Was die Auswirkungen des `PersistKeySet`-StorageFlag ist, wenn ein Zertifikat in C#

Question

In meiner Anwendung, ein Zertifikat zur Client-Authentifizierung programmatisch auf die MY -Speichern mit dem folgenden Code hinzugefügt importiert:

//certData is a byte[] 
//password is a SecureString 
X509Certificate2 certificate = new X509Certificate2(certData, password, X509KeyStorageFlags.Exportable); 
X509Store store = new X509Store(StoreName.My, StoreLocation.CurrentUser); 
try 
{ 
    store.Open(OpenFlags.ReadWrite); 
    store.Add(certificate); 
} 
finally 
{ 
    store.Close(); 
} 

Mit diesem Code wurde das Zertifikat korrekt in den MY -Store (Fingerabdruck- und Zertifizierungskette auch korrekt) auf allen von mir getesteten Computern importiert.

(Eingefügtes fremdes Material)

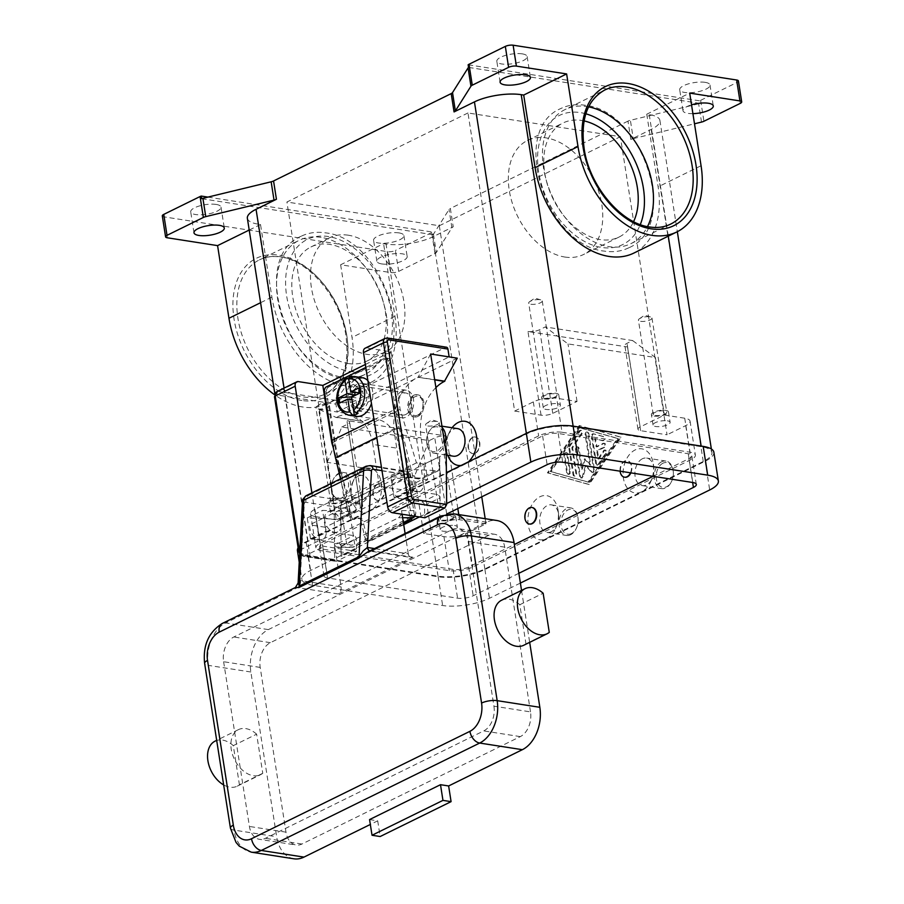 <?xml version="1.0" encoding="UTF-8"?>
<svg xmlns="http://www.w3.org/2000/svg" width="904" height="904" viewBox="0 0 904 904"><rect width="100%" height="100%" fill="white"/><g stroke="black" fill="none" stroke-linecap="round" stroke-linejoin="round"><path stroke-width="0.68" stroke-dasharray="4.52 3.39" d="M588.594 106.853A74.704 49.765 63.8 0 0 587.001 106.582A74.704 49.765 63.8 0 0 565 109.576A74.704 49.765 63.8 0 0 547.225 183.512A74.704 49.765 63.8 0 0 608.934 246.634A74.704 49.765 63.8 0 0 630.935 243.639A74.704 49.765 63.8 0 0 647.49 226.61M701.515 122.085L698.645 103.79A5.582 1.763 171.1 0 0 699.911 103.418L699.493 100.807A5.582 1.763 171.1 0 0 699.538 100.796A5.582 1.763 171.1 0 0 700.645 100.333L736.975 82.467A5.582 1.763 171.1 0 0 738.421 80.987M699.493 100.807L468.148 64.783M522.252 53.867A15.345 4.848 171.1 0 0 505.539 55.393A15.345 4.848 171.1 0 0 496.827 61.291A15.345 4.848 171.1 0 0 501.72 63.969A15.345 4.848 171.1 0 0 518.421 62.444A15.345 4.848 171.1 0 0 527.134 56.545A15.345 4.848 171.1 0 0 522.252 53.867M705.12 82.343A15.345 4.848 171.1 0 0 688.419 83.869A15.345 4.848 171.1 0 0 679.706 89.767A15.345 4.848 171.1 0 0 684.588 92.445A15.345 4.848 171.1 0 0 701.301 90.92A15.345 4.848 171.1 0 0 710.013 85.021A15.345 4.848 171.1 0 0 705.12 82.343M692.905 113.644A15.345 4.848 -8.9 0 1 687.865 113.362A15.345 4.848 -8.9 0 1 682.983 110.683A15.345 4.848 -8.9 0 1 691.526 104.83M699.911 103.418L468.554 67.404M698.645 103.79L630.393 120.3L633.252 138.606A5.582 1.763 171.1 0 0 631.952 138.979A5.582 1.763 171.1 0 0 630.845 139.431L651.219 129.408A33.471 10.565 171.1 0 0 659.909 120.435A33.471 10.565 171.1 0 0 649.241 114.605L646.755 114.209L689.695 93.101M630.845 139.431L627.975 121.136A5.582 1.763 -8.9 0 1 629.082 120.673A5.582 1.763 -8.9 0 1 630.393 120.3M627.975 121.136L450.35 208.496L453.22 226.802A5.582 1.763 171.1 0 0 452.384 227.299A5.582 1.763 171.1 0 0 451.898 227.808L436.327 252.521A5.582 1.763 -8.9 0 1 435.83 253.03A5.582 1.763 -8.9 0 1 435.005 253.527L398.675 271.392A5.582 1.763 -8.9 0 1 394.845 272.499A5.582 1.763 -8.9 0 1 390.878 272.59L340.638 264.77L383.578 243.662L386.053 244.046A33.471 10.565 171.1 0 0 432.835 236.825L453.22 226.802M207.909 197.106L432.575 232.091A5.582 1.763 171.1 0 0 432.575 232.091L432.982 234.701A5.582 1.763 171.1 0 0 433.457 234.215L449.028 209.502A5.582 1.763 -8.9 0 1 449.525 208.993A5.582 1.763 -8.9 0 1 450.35 208.496M432.982 234.701L201.637 198.688M468.34 461.91A22.317 15.074 98.8 0 1 464.848 464.283L526.444 433.988A33.471 10.565 -8.9 0 1 573.226 426.767L701.244 446.689A33.471 10.565 -8.9 0 1 711.911 452.531A33.471 10.565 -8.9 0 1 703.233 461.503L641.637 491.799A22.317 15.074 -81.2 0 0 650.631 481.832A22.317 15.074 -81.2 0 0 653.377 464.193A22.317 15.074 -81.2 0 0 635.083 449.966A22.317 15.074 -81.2 0 0 623.421 478.227A22.317 15.074 -81.2 0 0 641.637 491.799L546.434 538.626A22.317 15.074 -81.2 0 0 555.44 528.659A22.317 15.074 -81.2 0 0 558.186 511.009A22.317 15.074 -81.2 0 0 539.88 496.782A22.317 15.074 -81.2 0 0 528.23 525.043A22.317 15.074 -81.2 0 0 546.434 538.626L484.838 568.921A33.471 10.565 -8.9 0 1 438.056 576.142L310.038 556.209A33.471 10.565 -8.9 0 1 299.371 550.366A33.471 10.565 -8.9 0 1 308.061 541.394L369.657 511.099A22.317 15.074 98.8 0 1 351.351 496.872A22.317 15.074 98.8 0 1 354.097 479.233A22.317 15.074 98.8 0 1 363.103 469.266A22.317 15.074 98.8 0 1 381.307 482.838A22.317 15.074 98.8 0 1 369.657 511.099L464.848 464.283A22.317 15.074 98.8 0 1 461.176 465.436M447.796 455.333A22.317 15.074 98.8 0 1 446.542 450.056A22.317 15.074 98.8 0 1 449.299 432.406A22.317 15.074 98.8 0 1 452.09 427.773M399.466 448.565A44.635 30.148 -81.2 0 0 386.087 423.275A44.635 30.148 -81.2 0 0 376.459 419.151A44.635 30.148 -81.2 0 0 363.046 421.411L336.051 417.456L318.66 409.105L334.22 508.477L379.397 486.25L406.02 490.397L399.466 448.565L372.843 444.418A44.635 30.148 98.8 0 0 359.464 419.14A44.635 30.148 98.8 0 0 349.848 415.004L376.459 419.151M457.277 358.165L345.283 413.252L362.673 421.592M435.909 387.579A44.635 30.148 -81.2 0 0 425.23 404.02A44.635 30.148 -81.2 0 0 421.117 437.909L427.671 479.753L406.02 490.397M427.671 479.753L401.048 475.606L394.494 433.773A44.635 30.148 98.8 0 1 398.607 399.884A44.635 30.148 98.8 0 1 417.806 377.239L434.666 379.623M457.627 428.632A13.944 9.424 -81.2 0 0 453.424 429.332A13.944 9.424 -81.2 0 0 447.808 435.57A13.944 9.424 -81.2 0 0 446.09 446.599A13.944 9.424 -81.2 0 0 453.333 456.192M442.192 427.66A13.944 9.424 -81.2 0 0 438.316 425.626A13.944 9.424 -81.2 0 0 434.123 426.326A13.944 9.424 -81.2 0 0 428.496 432.564A13.944 9.424 -81.2 0 0 426.778 443.593A13.944 9.424 -81.2 0 0 434.022 453.186A13.944 9.424 -81.2 0 0 438.225 452.486A13.944 9.424 -81.2 0 0 444.745 443.977M442.994 432.756A12.554 8.475 -81.2 0 0 433.31 427.479A12.554 8.475 -81.2 0 0 428.247 433.084A12.554 8.475 -81.2 0 0 426.699 443.016A12.554 8.475 -81.2 0 0 437.005 451.017A12.554 8.475 -81.2 0 0 443.751 437.66M358.233 476.159A13.944 9.424 98.8 0 1 362.425 475.447A13.944 9.424 98.8 0 1 369.838 487.618A13.944 9.424 98.8 0 1 362.334 502.308A13.944 9.424 98.8 0 1 358.131 503.008A13.944 9.424 98.8 0 1 350.888 493.414A13.944 9.424 98.8 0 1 352.605 482.386A13.944 9.424 98.8 0 1 358.233 476.159M338.932 473.154A13.944 9.424 98.8 0 1 343.124 472.442A13.944 9.424 98.8 0 1 350.537 484.612A13.944 9.424 98.8 0 1 343.023 499.302A13.944 9.424 98.8 0 1 338.83 500.002A13.944 9.424 98.8 0 1 331.587 490.409A13.944 9.424 98.8 0 1 333.305 479.38A13.944 9.424 98.8 0 1 338.932 473.154M338.119 474.306A12.554 8.475 98.8 0 1 348.356 481.934A12.554 8.475 98.8 0 1 341.802 497.833A12.554 8.475 98.8 0 1 331.508 489.832A12.554 8.475 98.8 0 1 333.056 479.911A12.554 8.475 98.8 0 1 338.119 474.306M162.302 215.92A5.582 1.763 171.1 0 0 164.076 216.881L387.601 251.674A5.582 1.763 171.1 0 0 391.568 251.583A5.582 1.763 171.1 0 0 395.398 250.476L398.675 271.392M435.005 253.527L431.728 232.599A5.582 1.763 171.1 0 0 432.553 232.102M431.728 232.599L395.398 250.476M399.014 232.904A15.345 4.848 171.1 0 0 382.302 234.43A15.345 4.848 171.1 0 0 373.589 240.328A15.345 4.848 171.1 0 0 378.482 243.006A15.345 4.848 171.1 0 0 395.184 241.481A15.345 4.848 171.1 0 0 403.896 235.582A15.345 4.848 171.1 0 0 399.014 232.904M216.135 204.428A15.345 4.848 171.1 0 0 199.422 205.954A15.345 4.848 171.1 0 0 190.71 211.852A15.345 4.848 171.1 0 0 195.603 214.53A15.345 4.848 171.1 0 0 212.304 213.005A15.345 4.848 171.1 0 0 221.017 207.106A15.345 4.848 171.1 0 0 216.135 204.428M381.748 263.923A15.345 4.848 -8.9 0 1 376.866 261.245A15.345 4.848 -8.9 0 1 385.579 255.346A15.345 4.848 -8.9 0 1 402.28 253.821A15.345 4.848 -8.9 0 1 407.173 256.499A15.345 4.848 -8.9 0 1 398.461 262.397A15.345 4.848 -8.9 0 1 381.748 263.923M633.252 138.606L694.498 123.791M580.006 425.648L548.219 472.973L589.227 484.487L621.014 437.163L579.193 425.524L620.2 437.039L588.414 484.363L547.406 472.848L579.193 425.524M642.405 458.757A13.944 9.424 -81.2 0 0 634.902 473.447A13.944 9.424 -81.2 0 0 642.303 485.617A13.944 9.424 -81.2 0 0 646.496 484.906A13.944 9.424 -81.2 0 0 652.123 478.679A13.944 9.424 -81.2 0 0 653.841 467.65A13.944 9.424 -81.2 0 0 646.597 458.057A13.944 9.424 -81.2 0 0 642.405 458.757M661.705 461.763A13.944 9.424 -81.2 0 0 654.202 476.442A13.944 9.424 -81.2 0 0 661.615 488.623A13.944 9.424 -81.2 0 0 665.807 487.911A13.944 9.424 -81.2 0 0 671.435 481.685A13.944 9.424 -81.2 0 0 673.152 470.656A13.944 9.424 -81.2 0 0 665.898 461.063A13.944 9.424 -81.2 0 0 661.705 461.763M662.926 463.232A12.554 8.475 -81.2 0 0 656.372 479.131A12.554 8.475 -81.2 0 0 666.61 486.759A12.554 8.475 -81.2 0 0 671.683 481.154A12.554 8.475 -81.2 0 0 673.22 471.233A12.554 8.475 -81.2 0 0 662.926 463.232M551.304 531.733A13.944 9.424 98.8 0 1 547.112 532.433A13.944 9.424 98.8 0 1 539.699 520.263A13.944 9.424 98.8 0 1 547.214 505.573A13.944 9.424 98.8 0 1 551.406 504.873A13.944 9.424 98.8 0 1 558.649 514.466A13.944 9.424 98.8 0 1 556.932 525.495A13.944 9.424 98.8 0 1 551.304 531.733M570.605 534.739A13.944 9.424 98.8 0 1 566.412 535.439A13.944 9.424 98.8 0 1 559.011 523.269A13.944 9.424 98.8 0 1 566.514 508.579A13.944 9.424 98.8 0 1 570.707 507.878A13.944 9.424 98.8 0 1 577.95 517.472A13.944 9.424 98.8 0 1 576.232 528.501A13.944 9.424 98.8 0 1 570.605 534.739M571.418 533.586A12.554 8.475 98.8 0 1 561.181 525.947A12.554 8.475 98.8 0 1 567.735 510.048A12.554 8.475 98.8 0 1 578.029 518.048A12.554 8.475 98.8 0 1 576.481 527.981A12.554 8.475 98.8 0 1 571.418 533.586M247.368 218.282A33.471 10.565 171.1 0 0 258.035 224.113L260.522 224.497L271.889 297.145A84.467 56.274 63.8 0 0 370.696 382.516A84.467 56.274 63.8 0 0 394.946 316.298L383.578 243.662M340.638 264.77L352.018 337.418A84.467 56.274 -116.2 0 1 327.768 403.625A84.467 56.274 -116.2 0 1 274.533 394.709M646.755 114.209L658.135 186.857A84.467 56.274 -116.2 0 1 633.885 253.063M260.522 224.497L249.21 230.057M321.089 237.368A74.704 49.765 63.8 0 0 299.088 240.362A74.704 49.765 63.8 0 0 281.313 314.309A74.704 49.765 63.8 0 0 343.023 377.42A74.704 49.765 63.8 0 0 365.024 374.425A74.704 49.765 63.8 0 0 382.799 300.478A74.704 49.765 63.8 0 0 321.089 237.368M348.345 363.532A63.54 42.341 63.8 0 0 367.069 360.99A63.54 42.341 63.8 0 0 382.189 298.094A63.54 42.341 63.8 0 0 329.689 244.396A63.54 42.341 63.8 0 0 310.976 246.95A63.54 42.341 63.8 0 0 295.857 309.846A63.54 42.341 63.8 0 0 348.345 363.532M348.356 235.221A63.54 42.341 63.8 0 0 329.644 237.763A63.54 42.341 63.8 0 0 314.524 300.67A63.54 42.341 63.8 0 0 367.013 354.357A63.54 42.341 63.8 0 0 385.726 351.803A63.54 42.341 63.8 0 0 400.856 288.907A63.54 42.341 63.8 0 0 348.356 235.221M584.04 120.91A63.54 42.341 63.8 0 0 581.679 120.458A63.54 42.341 63.8 0 0 562.966 123.012A63.54 42.341 63.8 0 0 547.835 185.908A63.54 42.341 63.8 0 0 600.335 239.594A63.54 42.341 63.8 0 0 619.048 237.051A63.54 42.341 63.8 0 0 633.591 221.638M564.864 257.041A63.54 42.341 63.8 0 0 583.588 254.487A63.54 42.341 63.8 0 0 598.708 191.591A63.54 42.341 63.8 0 0 546.208 137.905A63.54 42.341 63.8 0 0 527.495 140.459A63.54 42.341 63.8 0 0 512.376 203.355A63.54 42.341 63.8 0 0 564.864 257.041M589.227 484.487L588.414 484.363M548.219 472.973L547.406 472.848M550.208 471.47L579.554 427.795L617.398 438.417L588.052 482.092L550.208 471.47L551.022 471.594L580.368 427.92L618.212 438.542L588.866 482.227L551.022 471.594M621.014 437.163L620.2 437.039M588.866 482.227L588.052 482.092M592.289 436.677L596.538 463.82A2.091 1.412 -81.2 0 0 597.623 465.198A2.091 1.412 -81.2 0 0 598.911 464.486L606.245 453.571A2.091 1.412 -81.2 0 0 606.663 451.446A2.091 1.412 -81.2 0 0 605.601 450.147A2.091 1.412 -81.2 0 0 604.313 450.859L598.81 459.051L597.521 450.836L604.527 447.39A2.091 1.412 -81.2 0 0 605.646 445.186A2.091 1.412 -81.2 0 0 604.539 443.367A2.091 1.412 -81.2 0 0 603.906 443.468L596.911 446.915L595.623 438.7L602.719 440.689A2.091 1.412 -81.2 0 0 602.832 440.711A2.091 1.412 -81.2 0 0 604.539 438.948A2.091 1.412 -81.2 0 0 603.589 436.598L594.12 433.943A2.091 1.412 -81.2 0 0 594.007 433.92A2.091 1.412 -81.2 0 0 592.289 436.677L591.476 436.553A2.091 1.412 98.8 0 1 593.193 433.796A2.091 1.412 98.8 0 1 593.306 433.818L602.776 436.474A2.091 1.412 98.8 0 1 603.725 438.824A2.091 1.412 98.8 0 1 602.019 440.587A2.091 1.412 98.8 0 1 601.906 440.564L594.809 438.564L596.098 446.791L603.092 443.344A2.091 1.412 98.8 0 1 603.725 443.231A2.091 1.412 98.8 0 1 604.832 445.062A2.091 1.412 98.8 0 1 603.714 447.265L596.708 450.712L597.996 458.927L603.499 450.734A2.091 1.412 98.8 0 1 604.787 450.022A2.091 1.412 98.8 0 1 605.849 451.322A2.091 1.412 98.8 0 1 605.431 453.446L598.098 464.362A2.091 1.412 98.8 0 1 596.809 465.074A2.091 1.412 98.8 0 1 595.725 463.695L591.476 436.553M567.52 472.984A2.091 1.412 -81.2 0 0 568.593 474.363A2.091 1.412 -81.2 0 0 570.322 471.606L567.554 453.955A2.091 1.412 -81.2 0 0 566.48 452.576A2.091 1.412 -81.2 0 0 564.751 455.333L567.52 472.984L566.706 472.848L563.938 455.209A2.091 1.412 98.8 0 1 565.667 452.452A2.091 1.412 98.8 0 1 566.74 453.831L569.509 471.481A2.091 1.412 98.8 0 1 567.78 474.227A2.091 1.412 98.8 0 1 566.706 472.848M569.644 448.056L573.825 474.747A2.091 1.412 -81.2 0 0 574.91 476.125A2.091 1.412 -81.2 0 0 576.628 473.38L572.627 447.808L582.04 433.796A2.091 1.412 -81.2 0 0 582.458 431.683A2.091 1.412 -81.2 0 0 581.396 430.383A2.091 1.412 -81.2 0 0 580.108 431.095L570.085 446.011A2.091 1.412 -81.2 0 0 569.644 448.056L568.831 447.932A2.091 1.412 98.8 0 1 569.271 445.887L579.294 430.959A2.091 1.412 98.8 0 1 580.583 430.247A2.091 1.412 98.8 0 1 581.645 431.547A2.091 1.412 98.8 0 1 581.227 433.671L571.814 447.683L575.814 473.244A2.091 1.412 98.8 0 1 574.096 476.001A2.091 1.412 98.8 0 1 573.012 474.623L568.831 447.932M590.707 465.051L585.227 458.995L582.3 469.187L579.035 448.316A2.091 1.412 -81.2 0 0 577.961 446.938A2.091 1.412 -81.2 0 0 576.232 449.695L580.447 476.611A2.091 1.412 -81.2 0 0 581.532 477.99A2.091 1.412 -81.2 0 0 583.159 476.521L586.278 465.684L592.097 472.125A2.091 1.412 -81.2 0 0 592.73 472.487A2.091 1.412 -81.2 0 0 594.448 469.73L588.786 433.524A2.091 1.412 -81.2 0 0 587.702 432.146A2.091 1.412 -81.2 0 0 585.984 434.903L590.707 465.051L589.894 464.927L585.17 434.779A2.091 1.412 98.8 0 1 586.888 432.022A2.091 1.412 98.8 0 1 587.973 433.4L593.634 469.605A2.091 1.412 98.8 0 1 591.917 472.351A2.091 1.412 98.8 0 1 591.284 472.001L585.464 465.549L582.357 476.385A2.091 1.412 98.8 0 1 580.718 477.866A2.091 1.412 98.8 0 1 579.634 476.487L575.419 449.559A2.091 1.412 98.8 0 1 577.147 446.813A2.091 1.412 98.8 0 1 578.221 448.192L581.487 469.052L584.413 458.87L589.894 464.927M582.3 469.187L581.487 469.052M585.227 458.995L584.413 458.87M586.278 465.684L585.464 465.549M572.627 447.808L571.814 447.683M618.212 438.542L617.398 438.417M580.368 427.92L579.554 427.795M598.81 459.051L597.996 458.927M597.521 450.836L596.708 450.712M596.911 446.915L596.098 446.791M595.623 438.7L594.809 438.564M514.647 411.071L533.315 401.884A16.735 5.288 -8.9 0 1 556.706 398.28L577.023 401.444L552.762 413.377A8.373 2.644 171.1 0 1 541.067 415.185L514.647 411.071L467.967 112.966L620.37 136.696L667.05 434.79L640.631 430.688A8.373 2.644 -8.9 0 1 637.964 429.219A8.373 2.644 -8.9 0 1 640.134 426.982L664.395 415.049L684.723 418.213A16.735 5.288 -8.9 0 1 690.057 421.128A16.735 5.288 -8.9 0 1 685.718 425.614L667.05 434.79M541.067 415.185L527.959 331.508L627.523 347A8.373 2.644 171.1 0 1 624.856 345.543A8.373 2.644 171.1 0 1 627.037 343.305L632.63 340.548L545.259 326.943L568.017 343.916L655.389 357.521L632.63 340.548M467.967 112.966L286.907 202.021L439.31 225.751L620.37 136.696M527.959 331.508A8.373 2.644 171.1 0 0 539.654 329.7L545.259 326.943M577.023 401.444L568.017 343.916M655.389 357.521L664.395 415.049M562.028 432.27L690.046 452.203A16.735 5.288 -8.9 0 1 695.379 455.119A16.735 5.288 -8.9 0 1 691.04 459.605L472.645 567.023A16.735 5.288 -8.9 0 1 449.254 570.627L321.236 550.706A16.735 5.288 -8.9 0 1 315.903 547.779A16.735 5.288 -8.9 0 1 320.253 543.293L538.637 435.886A16.735 5.288 -8.9 0 1 562.028 432.27L556.706 398.28M653.05 476.318L688.916 458.678A11.153 3.526 171.1 0 0 691.82 455.684A11.153 3.526 171.1 0 0 688.26 453.74L558.209 433.491A11.153 3.526 171.1 0 0 542.615 435.897L322.366 544.231A11.153 3.526 171.1 0 0 319.474 547.225A11.153 3.526 171.1 0 0 323.022 549.169L453.073 569.407A11.153 3.526 171.1 0 0 468.667 567L514.353 544.536M315.914 516.704A16.735 5.288 -8.9 0 1 310.58 513.788A16.735 5.288 -8.9 0 1 314.931 509.302L333.587 500.115L360.007 504.229A8.373 2.644 -8.9 0 1 362.673 505.698A8.373 2.644 -8.9 0 1 360.504 507.935L336.243 519.868L315.914 516.704L321.236 550.706M518.862 573.294L473.176 595.77A11.153 3.526 -8.9 0 1 457.582 598.177L327.531 577.927A11.153 3.526 -8.9 0 1 323.971 575.984A11.153 3.526 -8.9 0 1 326.864 572.989L446.892 513.958M520.388 583.069L489.426 598.301A33.471 10.565 -8.9 0 1 442.644 605.522L312.592 585.272A33.471 10.565 -8.9 0 1 301.925 579.441A33.471 10.565 -8.9 0 1 310.614 570.458L403.715 524.67M419.433 516.941L446.655 503.551M298.139 547.779A33.471 10.565 -8.9 0 1 306.106 541.699L446.384 472.702M713.866 452.226A33.471 10.565 -8.9 0 1 705.176 461.209L484.928 569.531A33.471 10.565 -8.9 0 1 438.135 576.752L308.094 556.514A33.471 10.565 -8.9 0 1 297.427 550.672M485.188 518.693L485.99 523.845L467.323 533.032A16.735 5.288 -8.9 0 1 443.932 536.637L423.614 533.473L414.608 475.945L327.225 462.339L336.243 519.868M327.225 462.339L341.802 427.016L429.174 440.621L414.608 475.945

Aber auf einigen Computern (Windows 7 Professional SP1 und Widnows Server 2008 R2 mit lokalem Benutzerkonto) konnte das Zertifikat anschließend nicht für Client-Authentifizierung verwendet werden ("konnte keine Vertrauensstellung für den sicheren SSL/TLS-Kanal herstellen")). Auf einem Windows 8.1 Enterprise-Computer mit Domänenbenutzerkonto funktionierte die Authentifizierung manchmal, aber nicht immer.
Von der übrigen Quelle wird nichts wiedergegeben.